With his vast knowledge of numerous sports and athletes that have spent time in Chicago, Coppock’s number one passion at the pro level is the team on the gridiron.

“My dream job is being the voice of the Bears,” he said - pointing out that come September Coppock will have been in attendance for 65 consecutive Chicago Bears home openers.

“I don’t think anyone else can claim that,” he said.

That means he’s seen the Cade McNowns, the Henry Burris’, the Moses Morenos in addition to the countless other quarterbacks who have disappointed fans over the years.

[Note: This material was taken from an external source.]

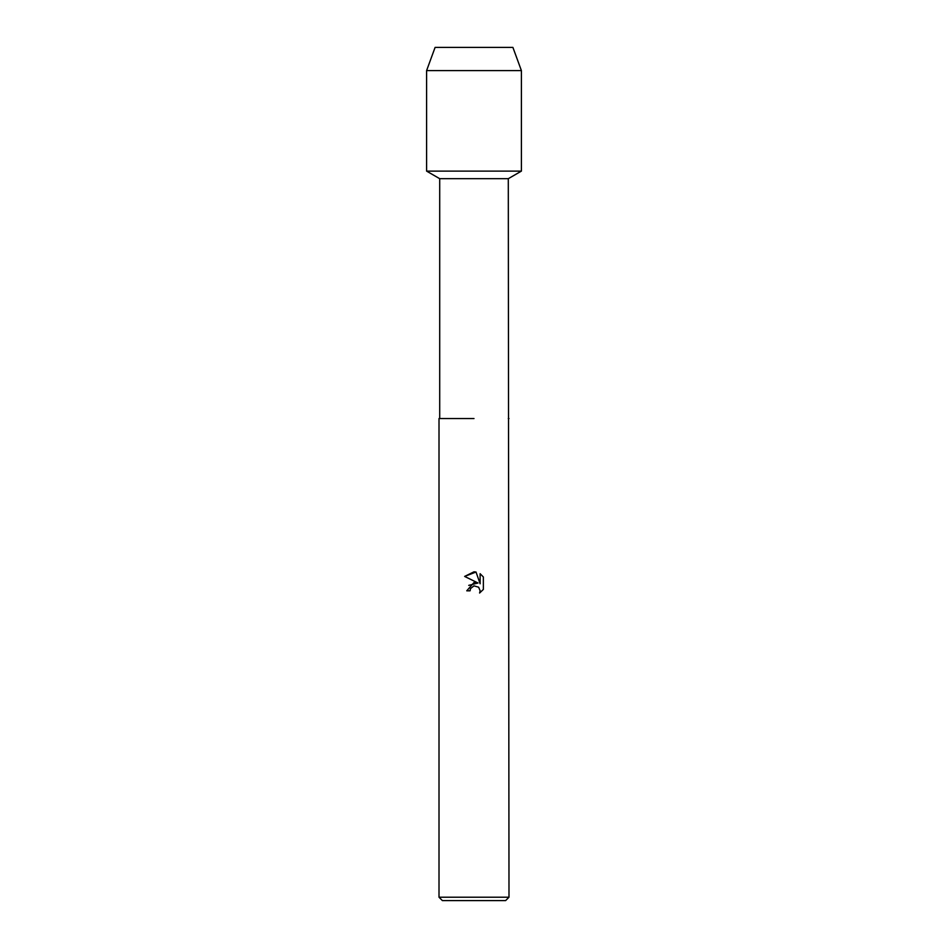 <?xml version="1.0" encoding="UTF-8"?>
<svg xmlns="http://www.w3.org/2000/svg" width="948" height="948" viewBox="0 0 948 948"><rect width="100%" height="100%" fill="white"/><g stroke="black" fill="none" stroke-linecap="round" stroke-linejoin="round"><path stroke-width="1.42" d="M512.904 47.4L435.096 47.4L512.904 47.4L521.4 70.602L521.4 171.114L474 171.114L521.4 171.114L508.294 178.686L508.993 897.211L439.007 897.211L442.384 900.6L505.616 900.6L508.993 897.211M439.706 418.542L474 418.542L439.706 418.542L439.706 178.686L508.294 178.686M508.993 418.542L508.294 418.542M474 585.864L470.599 588.518L470.066 590.805L466.76 590.805L474 582.522L478.017 583.008L464.639 576.42L474 571.81L476.026 572.023L480.115 583.778L480.115 573.706L483.361 576.988L483.361 589.419L479.593 593.021L480.126 590.77L478.657 587.215L474 585.864L478.657 587.215L480.126 590.77L479.593 593.021L483.361 589.419M470.066 590.805L470.398 588.957M476.026 572.023L464.639 576.42M483.361 576.988L480.115 573.718M478.017 583.008L468.727 585.378M470.599 588.518L473.929 585.876M435.096 47.4L426.6 70.602L426.6 171.114L474 171.114L426.6 171.114L439.706 178.686M426.6 70.602L521.4 70.602M439.007 418.542L439.007 897.211"/></g></svg>
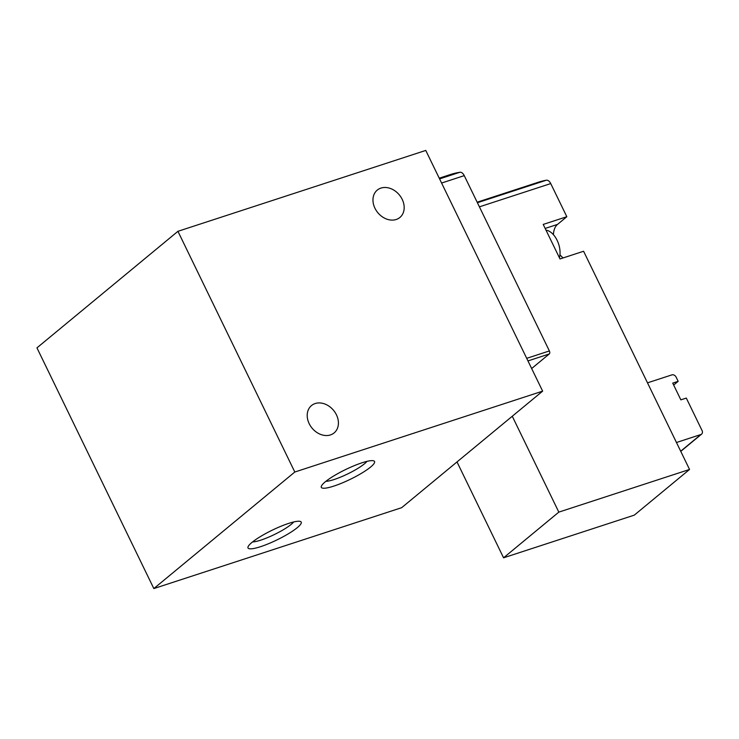 <?xml version="1.0" encoding="UTF-8"?>
<svg xmlns="http://www.w3.org/2000/svg" width="739" height="739" viewBox="0 0 739 739"><rect width="100%" height="100%" fill="white"/><g stroke="black" fill="none" stroke-linecap="round" stroke-linejoin="round"><path stroke-width="1.11" d="M542.638 391.143L425.766 150.433L177.933 231.316L36.95 347.857L153.832 588.567L401.665 507.684L542.638 391.143L294.806 472.027L177.933 231.316M402.192 199.345A17.754 13.949 -129.6 0 1 399.882 217.478A17.754 13.949 -129.6 0 1 377.814 212.684A17.754 13.949 -129.6 0 1 377.259 190.108A17.754 13.949 -129.6 0 1 402.192 199.345M336.43 414.791A17.754 13.949 -129.6 0 1 334.12 432.915A17.754 13.949 -129.6 0 1 312.061 428.13A17.754 13.949 -129.6 0 1 311.507 405.554A17.754 13.949 -129.6 0 1 336.43 414.791M294.806 472.027L153.832 588.567M370.627 467.03A29.588 5.413 -25.9 0 1 339.349 484.11A29.588 5.413 -25.9 0 1 321.345 486.225A29.588 5.413 -25.9 0 1 345.566 469.57A29.588 5.413 -25.9 0 1 373.638 460.831A29.588 5.413 -25.9 0 1 370.627 467.03M297.318 527.628A29.588 5.413 -25.9 0 1 266.04 544.708A29.588 5.413 -25.9 0 1 248.036 546.832A29.588 5.413 -25.9 0 1 272.257 530.168A29.588 5.413 -25.9 0 1 300.33 521.438A29.588 5.413 -25.9 0 1 297.318 527.628M293.669 521.965A24.461 4.471 -25.9 0 1 291.184 524.385A24.461 4.471 -25.9 0 1 271.305 535.978A24.461 4.471 -25.9 0 1 252.572 541.927M366.978 461.367A24.461 4.471 -25.9 0 1 364.493 463.778A24.461 4.471 -25.9 0 1 344.614 475.371A24.461 4.471 -25.9 0 1 325.881 481.32M531.655 368.521L549.271 353.963A2.365 1.395 -108.1 0 0 549.382 350.942L464.258 175.633A5.921 3.492 -108.1 0 0 459.926 172.261A177.508 104.836 -108.1 0 0 450.31 174.57L439.234 178.182M673.663 385.047L678.162 381.324L672.721 383.107L680.85 399.845L686.3 398.072L702.05 430.514A3.547 2.79 -129.6 0 1 701.588 434.135A3.547 2.79 -129.6 0 1 700.849 434.541L676.462 442.504M477.163 202.2L538.241 182.265A177.508 104.836 71.9 0 1 546.352 180.214A5.921 3.492 71.9 0 1 550.74 183.577L566.822 216.712L543.22 224.416L559.996 258.955L583.598 251.251L689.552 469.459L634.284 515.138L503.564 557.806L558.823 512.118L512.275 416.251M457.007 461.93L503.564 557.806M689.552 469.459L558.823 512.118M563.146 257.92A19.528 11.528 71.9 0 1 559.95 254.706M553.409 234.669A19.528 11.528 71.9 0 1 557.52 224.407L545.179 228.434M566.822 216.712L557.52 224.407M647.493 382.848L671.88 374.885A3.547 2.79 -129.6 0 1 676.13 377.139L678.162 381.324M559.405 257.735A17.754 10.485 -108.1 0 0 559.589 247.814A17.754 10.485 -108.1 0 0 557.178 240.443A17.754 10.485 -108.1 0 0 555.451 237.358A17.754 10.485 -108.1 0 0 546.019 230.171M549.382 350.942L526.713 358.332M464.258 175.633L441.589 183.032M459.926 172.261L439.585 178.893M549.271 353.963L527.969 360.918M550.74 183.577L479.417 206.846M546.352 180.214L477.412 202.717M680.693 451.206L700.849 434.541M680.767 451.353L701.588 434.135M559.589 247.814A29.588 29.588 0 0 0 557.178 240.443"/></g></svg>

A Chicago tradition, Coppock wrote in the first book he published some six years ago: Fat Guys Shouldn’t Be Dancin’ at Halftime, is to “boo a Bears quarterback.”

“I’m looking forward to this season already,” Coppock says. “The Bears are so delicious. It’s fun when they win, but when they lose it is so explosive. The Cubs would need to lose 8 in a row to have the kind of explosiveness from one Bears’ loss.”

Coppock published his second book, an autobiography, last August and will see another one - a book about Bears legend Doug Buffone - come out this summer.

Never one to be shy about sharing a critical opinion regarding a game, athlete, team or institution - Coppock just can’t say enough good about New Trier.